***** DATA PROVIDED *****

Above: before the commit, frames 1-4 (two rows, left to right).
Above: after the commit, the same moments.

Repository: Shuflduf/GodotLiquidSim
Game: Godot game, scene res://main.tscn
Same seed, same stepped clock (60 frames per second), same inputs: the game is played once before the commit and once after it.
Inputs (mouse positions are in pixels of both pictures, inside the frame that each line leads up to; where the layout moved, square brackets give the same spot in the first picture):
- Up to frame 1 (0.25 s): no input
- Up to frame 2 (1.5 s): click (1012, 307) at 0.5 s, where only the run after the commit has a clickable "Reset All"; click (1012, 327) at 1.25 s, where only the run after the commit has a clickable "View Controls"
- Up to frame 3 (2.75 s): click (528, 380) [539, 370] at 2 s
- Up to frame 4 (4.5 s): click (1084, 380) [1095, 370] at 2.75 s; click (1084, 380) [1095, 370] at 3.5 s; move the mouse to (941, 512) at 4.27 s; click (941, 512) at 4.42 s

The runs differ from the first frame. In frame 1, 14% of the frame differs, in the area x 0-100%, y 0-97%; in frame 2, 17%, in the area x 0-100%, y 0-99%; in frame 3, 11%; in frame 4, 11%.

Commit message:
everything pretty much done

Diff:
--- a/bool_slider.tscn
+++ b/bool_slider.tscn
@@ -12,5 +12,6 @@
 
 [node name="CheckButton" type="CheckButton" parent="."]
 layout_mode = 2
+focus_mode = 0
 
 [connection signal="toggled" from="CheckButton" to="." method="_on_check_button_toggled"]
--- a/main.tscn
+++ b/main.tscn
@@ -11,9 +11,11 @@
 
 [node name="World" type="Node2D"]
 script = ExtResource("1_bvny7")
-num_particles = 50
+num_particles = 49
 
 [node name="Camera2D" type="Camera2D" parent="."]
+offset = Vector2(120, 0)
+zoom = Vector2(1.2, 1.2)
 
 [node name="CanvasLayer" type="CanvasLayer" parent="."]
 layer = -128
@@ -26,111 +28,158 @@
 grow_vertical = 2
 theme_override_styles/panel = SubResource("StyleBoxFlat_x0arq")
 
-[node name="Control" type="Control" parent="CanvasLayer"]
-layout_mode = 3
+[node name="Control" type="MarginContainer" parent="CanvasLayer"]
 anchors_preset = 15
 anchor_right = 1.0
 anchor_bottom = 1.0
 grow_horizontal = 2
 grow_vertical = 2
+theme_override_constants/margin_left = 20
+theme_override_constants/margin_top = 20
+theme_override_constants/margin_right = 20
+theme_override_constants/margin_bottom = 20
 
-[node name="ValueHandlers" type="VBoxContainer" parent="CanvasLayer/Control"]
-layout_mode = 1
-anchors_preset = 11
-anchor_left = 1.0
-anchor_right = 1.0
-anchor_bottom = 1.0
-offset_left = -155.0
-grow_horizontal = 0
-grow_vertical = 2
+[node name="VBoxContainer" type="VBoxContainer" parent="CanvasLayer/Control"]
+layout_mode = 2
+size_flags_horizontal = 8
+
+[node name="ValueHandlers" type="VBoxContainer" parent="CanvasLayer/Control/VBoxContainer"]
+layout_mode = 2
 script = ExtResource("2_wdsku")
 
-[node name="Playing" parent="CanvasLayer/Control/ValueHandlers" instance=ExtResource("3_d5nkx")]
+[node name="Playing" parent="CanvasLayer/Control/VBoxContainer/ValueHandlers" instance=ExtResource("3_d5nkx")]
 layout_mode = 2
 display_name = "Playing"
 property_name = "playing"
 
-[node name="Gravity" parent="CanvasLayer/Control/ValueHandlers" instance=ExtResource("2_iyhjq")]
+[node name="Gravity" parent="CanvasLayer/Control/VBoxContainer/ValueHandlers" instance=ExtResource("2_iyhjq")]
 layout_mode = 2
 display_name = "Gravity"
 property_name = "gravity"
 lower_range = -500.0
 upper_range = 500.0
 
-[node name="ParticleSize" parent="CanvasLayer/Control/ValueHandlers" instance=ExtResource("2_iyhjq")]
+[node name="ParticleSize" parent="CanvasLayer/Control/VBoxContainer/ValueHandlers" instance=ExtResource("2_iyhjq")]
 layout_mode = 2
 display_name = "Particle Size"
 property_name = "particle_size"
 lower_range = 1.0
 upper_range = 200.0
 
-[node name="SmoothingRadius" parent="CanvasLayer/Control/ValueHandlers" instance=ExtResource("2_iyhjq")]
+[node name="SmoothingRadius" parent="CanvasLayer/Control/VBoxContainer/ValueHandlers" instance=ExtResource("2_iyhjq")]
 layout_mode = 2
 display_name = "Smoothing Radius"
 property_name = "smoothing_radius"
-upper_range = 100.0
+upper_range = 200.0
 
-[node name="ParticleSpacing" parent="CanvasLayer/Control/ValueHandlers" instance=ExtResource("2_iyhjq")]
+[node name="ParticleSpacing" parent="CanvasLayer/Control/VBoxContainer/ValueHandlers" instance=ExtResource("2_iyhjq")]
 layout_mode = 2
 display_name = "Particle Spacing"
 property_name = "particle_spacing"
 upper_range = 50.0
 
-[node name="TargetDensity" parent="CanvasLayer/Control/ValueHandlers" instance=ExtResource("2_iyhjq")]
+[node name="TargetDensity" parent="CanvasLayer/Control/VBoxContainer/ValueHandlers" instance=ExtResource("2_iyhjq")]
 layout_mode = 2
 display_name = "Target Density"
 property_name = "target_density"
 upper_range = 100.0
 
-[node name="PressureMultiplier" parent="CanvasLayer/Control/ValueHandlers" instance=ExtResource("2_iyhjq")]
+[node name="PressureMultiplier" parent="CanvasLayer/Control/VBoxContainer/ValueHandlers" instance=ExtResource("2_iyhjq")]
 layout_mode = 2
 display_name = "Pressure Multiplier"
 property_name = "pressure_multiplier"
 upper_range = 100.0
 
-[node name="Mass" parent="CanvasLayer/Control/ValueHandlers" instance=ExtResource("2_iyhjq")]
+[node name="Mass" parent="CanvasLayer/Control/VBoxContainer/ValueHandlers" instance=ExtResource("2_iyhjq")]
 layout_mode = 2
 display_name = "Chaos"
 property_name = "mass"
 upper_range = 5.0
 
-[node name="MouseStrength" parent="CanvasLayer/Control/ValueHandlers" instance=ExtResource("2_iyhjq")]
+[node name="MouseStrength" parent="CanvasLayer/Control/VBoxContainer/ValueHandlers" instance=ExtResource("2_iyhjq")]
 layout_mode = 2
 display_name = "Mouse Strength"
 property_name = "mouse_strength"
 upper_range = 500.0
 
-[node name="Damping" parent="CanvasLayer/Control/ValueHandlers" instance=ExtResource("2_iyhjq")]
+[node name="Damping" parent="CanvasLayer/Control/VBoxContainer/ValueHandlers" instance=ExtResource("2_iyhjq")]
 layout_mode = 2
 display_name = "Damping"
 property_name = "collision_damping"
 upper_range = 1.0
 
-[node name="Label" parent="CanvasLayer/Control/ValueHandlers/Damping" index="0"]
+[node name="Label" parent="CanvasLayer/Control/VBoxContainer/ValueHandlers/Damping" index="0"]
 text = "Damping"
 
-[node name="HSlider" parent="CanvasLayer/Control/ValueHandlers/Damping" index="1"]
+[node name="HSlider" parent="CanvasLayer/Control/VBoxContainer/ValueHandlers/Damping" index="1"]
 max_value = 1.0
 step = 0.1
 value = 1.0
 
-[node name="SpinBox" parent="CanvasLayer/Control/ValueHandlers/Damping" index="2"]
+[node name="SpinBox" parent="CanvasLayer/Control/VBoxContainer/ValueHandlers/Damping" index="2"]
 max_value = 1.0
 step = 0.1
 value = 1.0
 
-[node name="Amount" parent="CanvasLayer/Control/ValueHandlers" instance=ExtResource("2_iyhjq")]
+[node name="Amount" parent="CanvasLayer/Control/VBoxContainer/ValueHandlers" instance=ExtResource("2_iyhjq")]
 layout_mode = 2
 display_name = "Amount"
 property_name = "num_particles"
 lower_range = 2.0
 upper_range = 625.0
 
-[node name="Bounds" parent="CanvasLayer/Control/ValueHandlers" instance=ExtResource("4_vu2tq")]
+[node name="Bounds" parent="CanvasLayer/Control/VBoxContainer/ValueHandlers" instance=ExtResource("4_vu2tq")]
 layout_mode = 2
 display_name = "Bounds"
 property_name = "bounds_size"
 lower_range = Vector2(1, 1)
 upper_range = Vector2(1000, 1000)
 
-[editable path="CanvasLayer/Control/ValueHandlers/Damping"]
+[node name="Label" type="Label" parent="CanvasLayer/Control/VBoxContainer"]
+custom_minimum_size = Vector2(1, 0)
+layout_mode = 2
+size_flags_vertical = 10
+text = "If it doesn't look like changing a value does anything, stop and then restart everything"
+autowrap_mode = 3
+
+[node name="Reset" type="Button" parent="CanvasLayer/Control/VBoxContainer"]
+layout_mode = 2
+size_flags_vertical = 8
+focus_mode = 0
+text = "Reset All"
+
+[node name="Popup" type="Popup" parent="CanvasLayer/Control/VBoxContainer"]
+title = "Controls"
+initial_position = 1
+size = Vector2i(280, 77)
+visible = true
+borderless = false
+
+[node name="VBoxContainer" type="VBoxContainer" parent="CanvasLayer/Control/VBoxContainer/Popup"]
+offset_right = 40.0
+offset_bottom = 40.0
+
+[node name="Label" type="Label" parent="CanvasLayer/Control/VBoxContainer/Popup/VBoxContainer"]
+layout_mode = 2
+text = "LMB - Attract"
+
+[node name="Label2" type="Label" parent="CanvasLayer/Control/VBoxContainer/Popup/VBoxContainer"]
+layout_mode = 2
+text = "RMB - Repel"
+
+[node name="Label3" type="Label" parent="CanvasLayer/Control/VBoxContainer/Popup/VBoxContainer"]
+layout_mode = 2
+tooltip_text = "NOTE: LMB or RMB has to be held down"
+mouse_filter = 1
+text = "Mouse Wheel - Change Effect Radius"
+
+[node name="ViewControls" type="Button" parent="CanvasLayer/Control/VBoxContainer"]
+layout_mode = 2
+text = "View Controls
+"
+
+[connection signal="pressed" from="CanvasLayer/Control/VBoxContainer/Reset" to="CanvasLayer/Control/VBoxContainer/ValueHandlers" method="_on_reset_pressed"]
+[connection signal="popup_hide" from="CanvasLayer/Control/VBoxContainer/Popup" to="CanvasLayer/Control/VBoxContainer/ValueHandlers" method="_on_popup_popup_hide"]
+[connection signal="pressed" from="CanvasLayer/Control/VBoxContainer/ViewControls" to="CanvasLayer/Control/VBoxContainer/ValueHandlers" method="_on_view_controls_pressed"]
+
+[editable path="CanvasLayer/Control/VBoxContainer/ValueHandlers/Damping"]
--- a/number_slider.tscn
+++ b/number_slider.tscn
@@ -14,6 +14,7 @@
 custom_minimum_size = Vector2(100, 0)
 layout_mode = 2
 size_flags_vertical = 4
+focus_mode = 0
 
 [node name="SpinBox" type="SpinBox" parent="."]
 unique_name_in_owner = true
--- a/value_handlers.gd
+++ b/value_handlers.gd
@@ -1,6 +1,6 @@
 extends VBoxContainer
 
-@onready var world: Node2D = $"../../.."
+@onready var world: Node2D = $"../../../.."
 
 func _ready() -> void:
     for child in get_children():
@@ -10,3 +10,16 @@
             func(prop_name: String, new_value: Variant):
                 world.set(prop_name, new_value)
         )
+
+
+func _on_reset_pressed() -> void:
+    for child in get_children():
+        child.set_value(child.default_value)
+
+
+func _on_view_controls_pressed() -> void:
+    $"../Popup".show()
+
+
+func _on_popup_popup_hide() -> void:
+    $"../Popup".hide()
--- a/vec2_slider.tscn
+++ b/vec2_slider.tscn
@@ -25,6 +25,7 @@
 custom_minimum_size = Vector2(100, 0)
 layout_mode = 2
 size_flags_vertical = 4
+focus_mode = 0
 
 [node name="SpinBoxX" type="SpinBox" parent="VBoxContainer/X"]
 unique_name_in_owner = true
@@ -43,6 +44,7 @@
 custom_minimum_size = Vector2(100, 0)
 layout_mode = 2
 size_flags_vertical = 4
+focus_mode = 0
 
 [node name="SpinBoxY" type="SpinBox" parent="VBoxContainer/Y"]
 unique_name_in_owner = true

*****
***** DATA PROVIDED *****

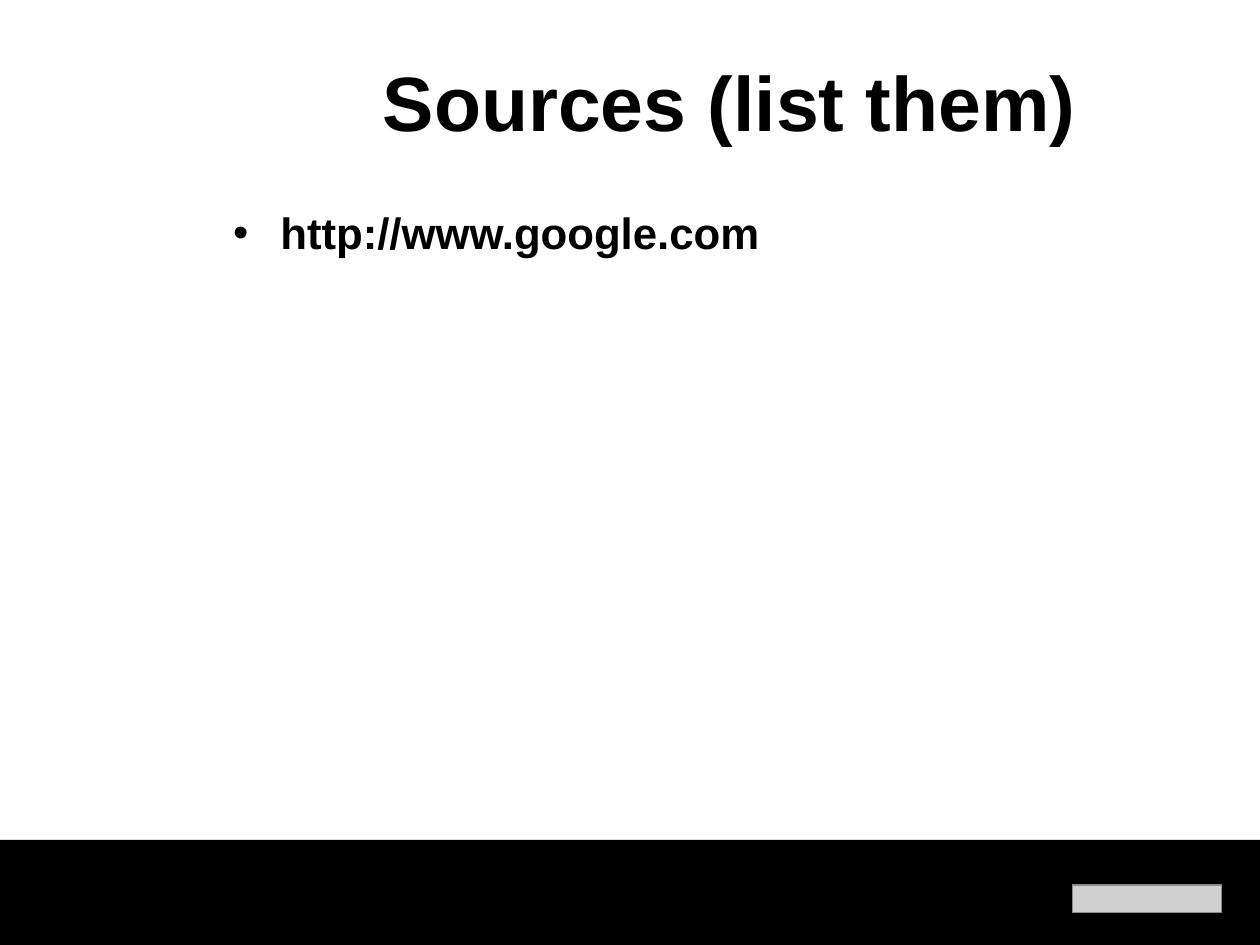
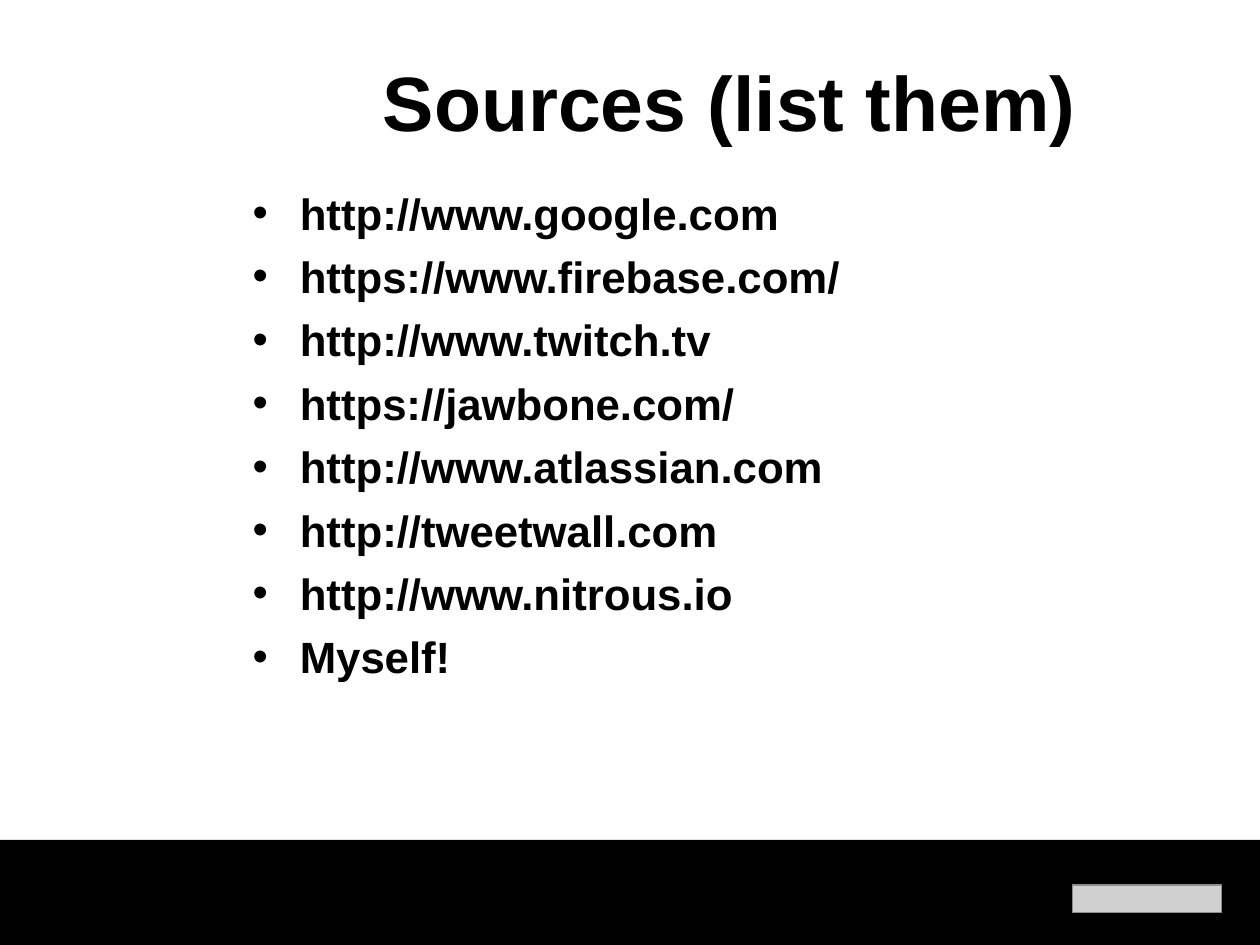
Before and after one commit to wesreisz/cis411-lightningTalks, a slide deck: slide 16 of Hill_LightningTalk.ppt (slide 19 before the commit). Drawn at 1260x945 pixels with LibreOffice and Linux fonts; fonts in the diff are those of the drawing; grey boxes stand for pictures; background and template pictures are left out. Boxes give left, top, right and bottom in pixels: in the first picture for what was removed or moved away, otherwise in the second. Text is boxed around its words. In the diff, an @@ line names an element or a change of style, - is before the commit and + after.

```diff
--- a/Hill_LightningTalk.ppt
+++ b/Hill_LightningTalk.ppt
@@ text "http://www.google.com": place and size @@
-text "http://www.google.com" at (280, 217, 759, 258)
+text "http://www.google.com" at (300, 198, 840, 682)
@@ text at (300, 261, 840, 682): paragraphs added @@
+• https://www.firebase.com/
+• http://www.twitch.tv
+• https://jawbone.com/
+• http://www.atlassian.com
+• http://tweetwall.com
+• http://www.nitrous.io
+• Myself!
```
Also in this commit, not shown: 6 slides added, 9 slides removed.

*****
***** DATA PROVIDED *****

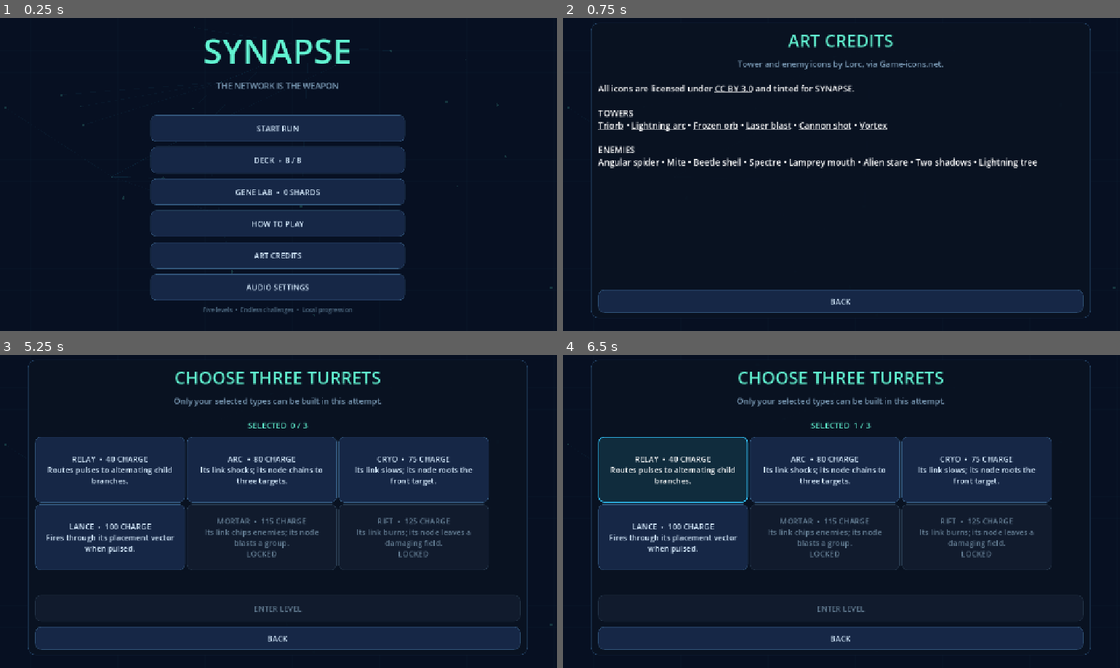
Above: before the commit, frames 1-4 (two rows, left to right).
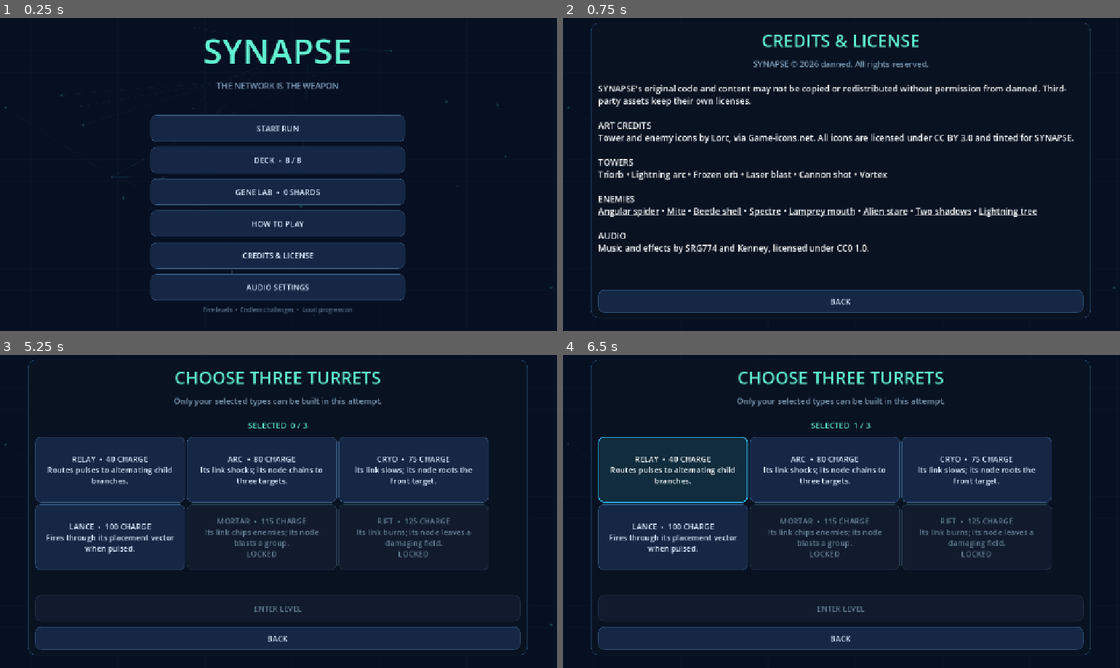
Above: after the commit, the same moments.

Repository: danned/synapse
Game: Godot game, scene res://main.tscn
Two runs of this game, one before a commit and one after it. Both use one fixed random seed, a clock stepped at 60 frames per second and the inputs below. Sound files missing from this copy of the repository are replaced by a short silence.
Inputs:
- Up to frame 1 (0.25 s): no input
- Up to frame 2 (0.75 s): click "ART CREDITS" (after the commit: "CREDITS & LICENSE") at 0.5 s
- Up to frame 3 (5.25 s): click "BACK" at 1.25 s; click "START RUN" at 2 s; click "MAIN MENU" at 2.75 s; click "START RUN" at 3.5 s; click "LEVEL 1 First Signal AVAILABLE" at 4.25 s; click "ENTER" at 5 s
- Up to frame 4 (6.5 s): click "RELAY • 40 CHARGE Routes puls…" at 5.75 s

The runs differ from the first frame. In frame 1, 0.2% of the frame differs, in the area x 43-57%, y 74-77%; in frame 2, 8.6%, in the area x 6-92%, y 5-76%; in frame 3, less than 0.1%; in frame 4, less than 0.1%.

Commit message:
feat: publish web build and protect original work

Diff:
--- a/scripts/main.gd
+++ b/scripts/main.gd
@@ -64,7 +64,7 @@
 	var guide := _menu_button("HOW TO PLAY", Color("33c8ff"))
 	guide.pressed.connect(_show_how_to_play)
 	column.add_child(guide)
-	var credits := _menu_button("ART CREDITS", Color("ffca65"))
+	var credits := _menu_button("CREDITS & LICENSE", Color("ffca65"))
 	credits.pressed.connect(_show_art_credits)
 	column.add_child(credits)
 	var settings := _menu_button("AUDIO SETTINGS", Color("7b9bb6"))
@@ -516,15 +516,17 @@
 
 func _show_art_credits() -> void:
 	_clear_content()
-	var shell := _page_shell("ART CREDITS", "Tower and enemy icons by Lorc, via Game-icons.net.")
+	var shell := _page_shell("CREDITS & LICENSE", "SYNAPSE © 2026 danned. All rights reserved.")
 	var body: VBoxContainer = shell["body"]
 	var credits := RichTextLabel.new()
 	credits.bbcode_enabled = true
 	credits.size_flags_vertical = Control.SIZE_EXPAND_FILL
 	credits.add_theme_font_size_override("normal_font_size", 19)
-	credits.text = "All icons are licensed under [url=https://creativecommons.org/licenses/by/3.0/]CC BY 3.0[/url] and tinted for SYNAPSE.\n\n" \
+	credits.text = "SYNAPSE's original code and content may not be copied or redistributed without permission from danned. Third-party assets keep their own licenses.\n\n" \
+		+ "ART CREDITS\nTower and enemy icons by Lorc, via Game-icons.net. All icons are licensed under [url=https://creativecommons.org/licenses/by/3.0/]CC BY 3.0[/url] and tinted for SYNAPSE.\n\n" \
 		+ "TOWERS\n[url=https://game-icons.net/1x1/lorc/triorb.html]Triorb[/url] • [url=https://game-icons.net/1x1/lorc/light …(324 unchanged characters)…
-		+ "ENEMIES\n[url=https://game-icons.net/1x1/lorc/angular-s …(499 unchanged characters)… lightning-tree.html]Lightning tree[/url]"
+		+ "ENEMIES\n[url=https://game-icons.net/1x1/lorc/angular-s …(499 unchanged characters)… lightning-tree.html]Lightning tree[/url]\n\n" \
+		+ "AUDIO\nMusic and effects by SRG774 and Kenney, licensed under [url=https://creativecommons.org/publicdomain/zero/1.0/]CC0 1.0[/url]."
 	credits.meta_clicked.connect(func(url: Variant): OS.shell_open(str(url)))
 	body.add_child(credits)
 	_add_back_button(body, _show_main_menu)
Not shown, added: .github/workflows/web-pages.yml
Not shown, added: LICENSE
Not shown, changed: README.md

*****

The lines above from the one with "-64,7 +64,7 @@" through the one with "[url=https://game-icons.net/1x1/lorc/light …(324 unchanged" are to be duplicated exactly, ends included, with nothing added.

@@ -64,7 +64,7 @@
 	var guide := _menu_button("HOW TO PLAY", Color("33c8ff"))
 	guide.pressed.connect(_show_how_to_play)
 	column.add_child(guide)
-	var credits := _menu_button("ART CREDITS", Color("ffca65"))
+	var credits := _menu_button("CREDITS & LICENSE", Color("ffca65"))
 	credits.pressed.connect(_show_art_credits)
 	column.add_child(credits)
 	var settings := _menu_button("AUDIO SETTINGS", Color("7b9bb6"))
@@ -516,15 +516,17 @@
 
 func _show_art_credits() -> void:
 	_clear_content()
-	var shell := _page_shell("ART CREDITS", "Tower and enemy icons by Lorc, via Game-icons.net.")
+	var shell := _page_shell("CREDITS & LICENSE", "SYNAPSE © 2026 danned. All rights reserved.")
 	var body: VBoxContainer = shell["body"]
 	var credits := RichTextLabel.new()
 	credits.bbcode_enabled = true
 	credits.size_flags_vertical = Control.SIZE_EXPAND_FILL
 	credits.add_theme_font_size_override("normal_font_size", 19)
-	credits.text = "All icons are licensed under [url=https://creativecommons.org/licenses/by/3.0/]CC BY 3.0[/url] and tinted for SYNAPSE.\n\n" \
+	credits.text = "SYNAPSE's original code and content may not be copied or redistributed without permission from danned. Third-party assets keep their own licenses.\n\n" \
+		+ "ART CREDITS\nTower and enemy icons by Lorc, via Game-icons.net. All icons are licensed under [url=https://creativecommons.org/licenses/by/3.0/]CC BY 3.0[/url] and tinted for SYNAPSE.\n\n" \
 		+ "TOWERS\n[url=https://game-icons.net/1x1/lorc/triorb.html]Triorb[/url] • [url=https://game-icons.net/1x1/lorc/light …(324 unchanged characters)…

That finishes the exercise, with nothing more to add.